Benessere lavorativo e benessere psicofisico
Dal lavoro dipende la nostra serenità, dunque. Attraverso di esso costruiamo la nostra stabilità materiale e arricchiamo anche il nostro senso di appagamento emotivo. Questo vuol dire che l’attività lavorativa che svolgiamo è in grado di agire sul nostro benessere psicofisico. Del resto, è anche vero che una persona squilibrata, turbata emotivamente è una persona che lavora male: tende a non trovare la giusta concentrazione per svolgere i compiti più complessi, si annoia quando deve svolgere i più semplici, è demotivata, non si entusiasma delle novità, perde la capacità di organizzarsi e così via.

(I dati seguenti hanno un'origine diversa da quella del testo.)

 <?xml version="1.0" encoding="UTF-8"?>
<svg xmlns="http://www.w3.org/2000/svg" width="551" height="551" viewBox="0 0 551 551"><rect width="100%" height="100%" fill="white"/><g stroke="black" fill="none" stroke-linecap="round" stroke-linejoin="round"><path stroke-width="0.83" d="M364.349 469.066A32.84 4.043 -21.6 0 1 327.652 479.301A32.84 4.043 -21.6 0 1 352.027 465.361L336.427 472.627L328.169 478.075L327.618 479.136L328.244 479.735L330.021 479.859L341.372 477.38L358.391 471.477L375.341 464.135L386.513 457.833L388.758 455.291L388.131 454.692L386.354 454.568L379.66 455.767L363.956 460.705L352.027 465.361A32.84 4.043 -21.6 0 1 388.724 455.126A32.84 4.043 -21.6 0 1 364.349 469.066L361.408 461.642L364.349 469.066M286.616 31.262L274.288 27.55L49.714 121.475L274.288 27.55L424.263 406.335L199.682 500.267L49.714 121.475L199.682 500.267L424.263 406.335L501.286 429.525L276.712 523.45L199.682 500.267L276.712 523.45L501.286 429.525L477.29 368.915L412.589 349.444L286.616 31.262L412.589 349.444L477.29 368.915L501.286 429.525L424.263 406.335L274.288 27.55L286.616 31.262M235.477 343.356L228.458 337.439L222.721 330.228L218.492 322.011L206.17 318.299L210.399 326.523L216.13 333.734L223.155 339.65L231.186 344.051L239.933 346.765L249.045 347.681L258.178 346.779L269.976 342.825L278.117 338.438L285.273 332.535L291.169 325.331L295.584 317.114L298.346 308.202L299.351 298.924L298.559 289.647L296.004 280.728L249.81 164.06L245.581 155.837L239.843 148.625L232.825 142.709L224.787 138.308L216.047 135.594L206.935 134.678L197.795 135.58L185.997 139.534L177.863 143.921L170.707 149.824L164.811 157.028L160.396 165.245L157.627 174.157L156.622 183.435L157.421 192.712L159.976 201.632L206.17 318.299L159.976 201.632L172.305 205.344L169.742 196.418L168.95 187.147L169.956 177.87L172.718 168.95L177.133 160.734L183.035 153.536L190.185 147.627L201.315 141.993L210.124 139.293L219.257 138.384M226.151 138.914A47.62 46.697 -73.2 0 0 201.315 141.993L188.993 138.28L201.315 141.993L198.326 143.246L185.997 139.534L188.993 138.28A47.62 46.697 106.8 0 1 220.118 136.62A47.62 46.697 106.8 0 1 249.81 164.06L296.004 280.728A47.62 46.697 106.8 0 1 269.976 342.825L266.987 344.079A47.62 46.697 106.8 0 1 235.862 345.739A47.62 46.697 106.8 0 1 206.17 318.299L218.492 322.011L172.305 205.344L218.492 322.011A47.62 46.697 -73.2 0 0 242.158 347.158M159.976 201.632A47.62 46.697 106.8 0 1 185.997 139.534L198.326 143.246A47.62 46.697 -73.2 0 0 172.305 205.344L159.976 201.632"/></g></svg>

È un gatto che si morde la coda: lavorare in condizioni sfavorevoli incide sulla qualità della vita (fisica ed emotiva) e una bassa qualità della vita non fa bene alla resa lavorativa, accrescendo così il senso di insoddisfazione. All’interno delle realtà strutturate, si cerca di mantenere un clima sereno. Il Ministero dell’Istruzione, dell’Università e della Ricerca, per esempio, parla di benessere organizzativo: “Per benessere organizzativo si intende la capacità di un'organizzazione di promuovere e mantenere il benessere fisico, psicologico e sociale di tutte le lavoratrici e di tutti i lavoratori che operano al suo interno.”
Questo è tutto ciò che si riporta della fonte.